Judges Haynes and Costa, who held the majority opinion, called the first argument “blatantly wrong,” asserting that the Family Smoking Prevention and Tobacco Control Act (TCA), which gave the agency the power to regulate tobacco products in 2009, “authorizes FDA to consider comparative cessation evidence, if not expressly then impliedly.” Although acknowledging that their “job here is quite limited,” and that they “are not tasked with determining whether [they] agree with FDA’s decision,” Haynes and Costa broadly concluded that they owed the FDA deference when it came to scientific matters in which Triton and the agency fundamentally disagreed.
In an industry that’s fresh to ongoing regulation, when surprises are common and everything typically takes way longer than expected, the split decision in favor of the FDA still came as a shock to many in tobacco control. Especially considering that at the end of October 2021, different judges in the same appeals court granted Triton a stay while the company’s petition remained active. Those judges wrote in a scathing opinion that the FDA had “simply ignored Triton’s marketing plan” and “pull[ed] a surprise switcheroo” by demanding long-term studies that companies did not anticipate.

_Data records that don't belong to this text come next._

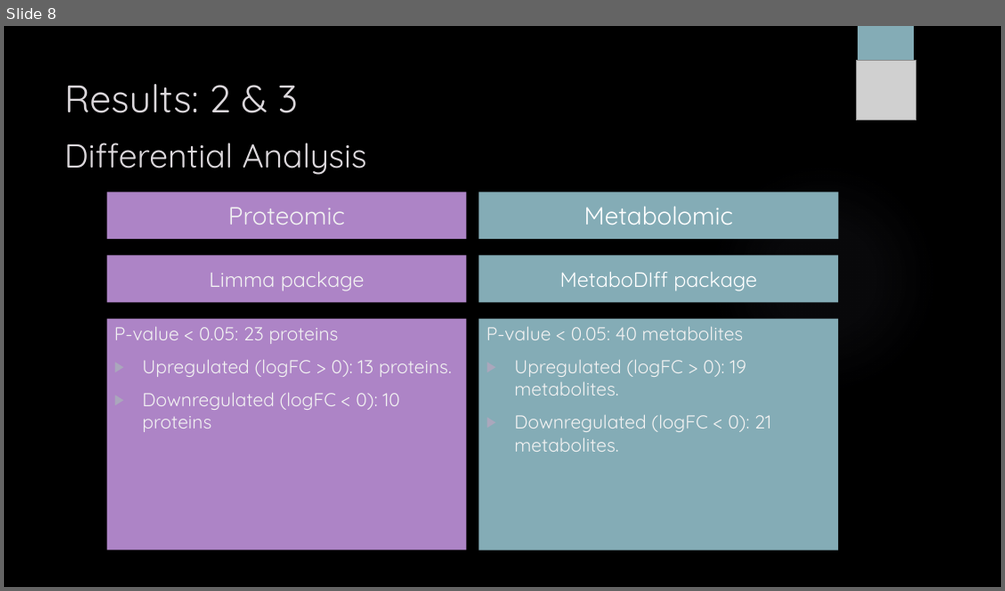
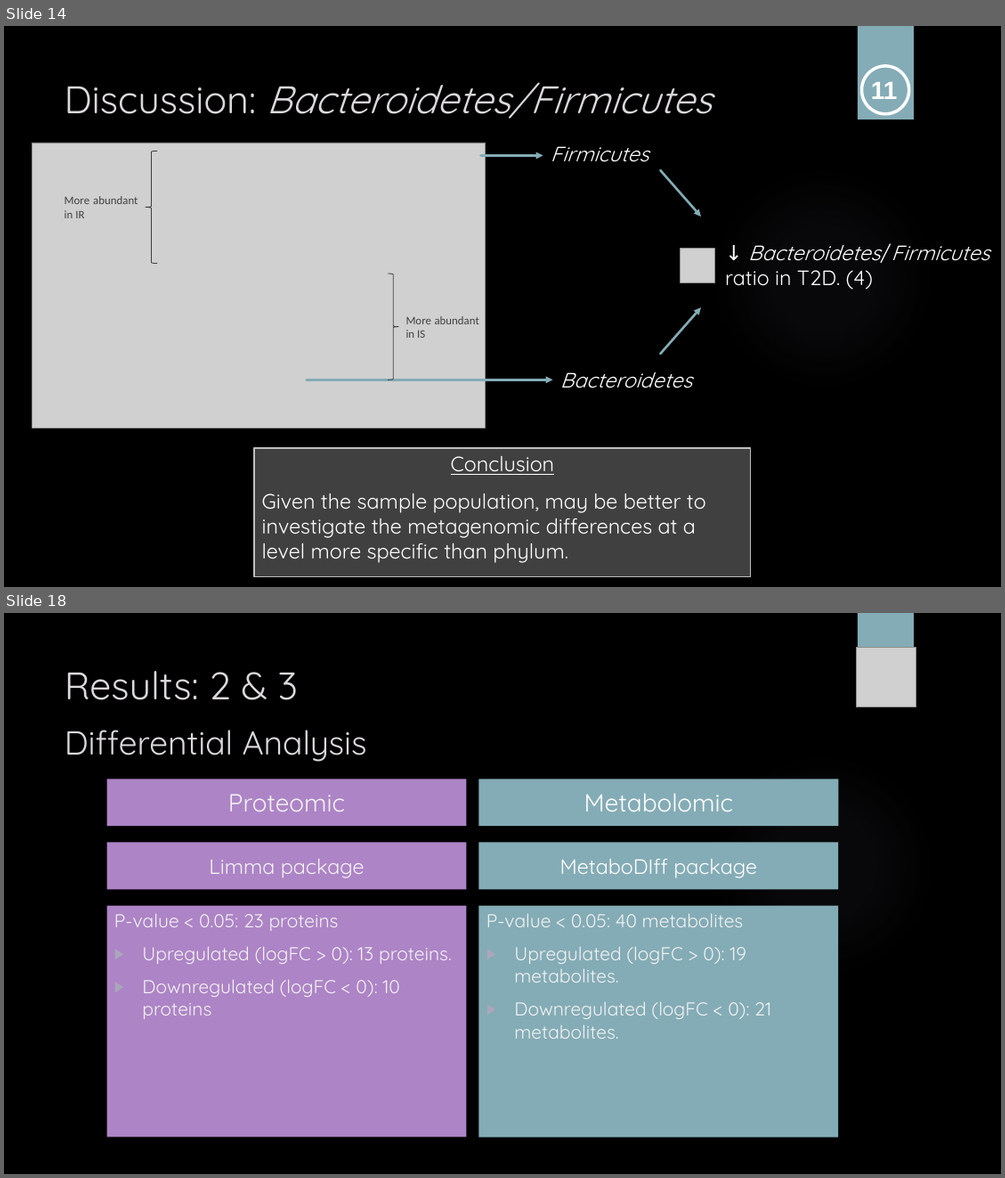
Before and after one commit to sabdeolive/Sabrina_BMS_Bachelor-Internship, a slide deck: Final Presentation.pptx. Shown one above the other, each under a label of ours: slide 8 before the commit, slides 14 and 18 after it; the slides between them are not shown. The pictures are 1005x591 and 1005x1178 pixels, drawn with LibreOffice and Linux fonts; fonts in the diff are those of the drawing; grey boxes stand for pictures; background and template pictures are left out. Boxes give left, top, right and bottom in pixels: in the first picture for what was removed or moved away, otherwise in the second. Text is boxed around its words. In the diff, an @@ line names an element or a change of style, - is before the commit and + after.

```diff
--- a/Final Presentation.pptx
+++ b/Final Presentation.pptx
@@ slide 14 added at bbox=[4, 26, 1001, 587], background picture (left out); not listed: 2 template elements that a slide beside it also shows @@
@@ ellipse added at bbox=[862, 66, 909, 113], outline #FFFFFF 3 pt @@
@@ text added at bbox=[65, 82, 712, 119], 37 pt, text #DCD8DC, italic @@
+Discussion: Bacteroidetes/Firmicutes
@@ text added at bbox=[871, 82, 898, 99], 24 pt, text #FFFFFF, bold @@
+11
@@ picture added at bbox=[32, 143, 485, 428] @@
@@ left brace added at bbox=[146, 151, 156, 263], outline #404040 0.75 pt @@
@@ arrow added from (481, 155) to (543, 155), #84ACB6 2.25 pt @@
@@ text added at bbox=[550, 146, 649, 162], 20 pt, text #FFFFFF, italic @@
+Firmicutes
@@ arrow added from (661, 170) to (701, 216), #84ACB6 2.25 pt @@
@@ text added at bbox=[65, 196, 138, 218], 11 pt, text #404040 @@
+More abundant in IR
@@ picture added at bbox=[680, 248, 715, 283] @@
@@ text added at bbox=[725, 245, 990, 289], 20 pt, text #FFFFFF, italic @@
+↓ Bacteroidetes/Firmicutes
+ratio in T2D. (4)
@@ left brace added at bbox=[388, 273, 399, 379], outline #404040 0.75 pt @@
@@ text added at bbox=[406, 316, 479, 338], 11 pt, text #404040 @@
+More abundant in IS
@@ arrow added from (661, 354) to (701, 307), #84ACB6 2.25 pt @@
@@ text added at bbox=[560, 371, 692, 388], 20 pt, text #FFFFFF, italic @@
+Bacteroidetes
@@ arrow added from (306, 379) to (553, 379), #84ACB6 2.25 pt @@
@@ rectangle added at bbox=[254, 448, 751, 577], fill #FFFFFF at 25% opacity, outline #BFBFBF 1.5 pt @@
@@ text added at bbox=[262, 456, 706, 563], 20 pt, text #FFFFFF @@
+Conclusion
+Given the sample population, may be better to investigate the metagenomic differences at a level more specific than phylum.
@@ what was slide 8 is now slide 18 @@
```
Also in this commit, not shown: 1 slide changed, 14 other slides added.

“Kafka would have understood the FDA all too well.”
The “surprise switcheroo” has been perhaps the best evidence, and the biggest criticism, that Triton and others have had. Many vape companies have long contended that the FDA never made clear that specific, extensive studies—randomized control trials and longitudinal cohort studies—would be required in an application. It was only later, they argue, facing a pile of millions of PMTAs, that the agency adopted a “Fatal Flaw” check-list style method that denied marketing applications based on whether or not those studies were included, probably to cut through a bevy of paperwork it did not anticipate.
Jones, the judge who dissented, agreed with this logic. She called the agency’s actions “a mockery of ‘reasoned administrative decision-making,” adding that “Kafka would have understood the FDA all too well.” The agency, Jones wrote, “(1) changed the rules for private entities in the middle of their marketing application process, (2) failed to notify the public of the changes in time for compliance, and then (3) rubber-stamped the denial of their applications because of the hitherto unknown requirements.”
“The majority’s analysis of these MDOs looks almost exclusively at the bottom-line result of FDA’s decisions and finds nothing to criticize,” Jones wrote. “But the facts recited above speak for themselves. FDA refused to review petitioners’ marketing restrictions, which it had repeatedly stated were key to discouraging youthful use of the products and were thus critical components of the PMTAs. FDA repeatedly counselled applications that long term studies were likely unnecessary and it said nothing about comparative efficacy studies—until the PMTA deadline was long gone; and then it refused the petitioners the opportunity to conduct such studies.”
“Finally, FDA’s defense against petitioners on the merits of their applications is loaded with post hoc rationalizations,” she continued. “Any of these errors is a ‘fatal flaw.’ Taken together, they are mortal wounds.”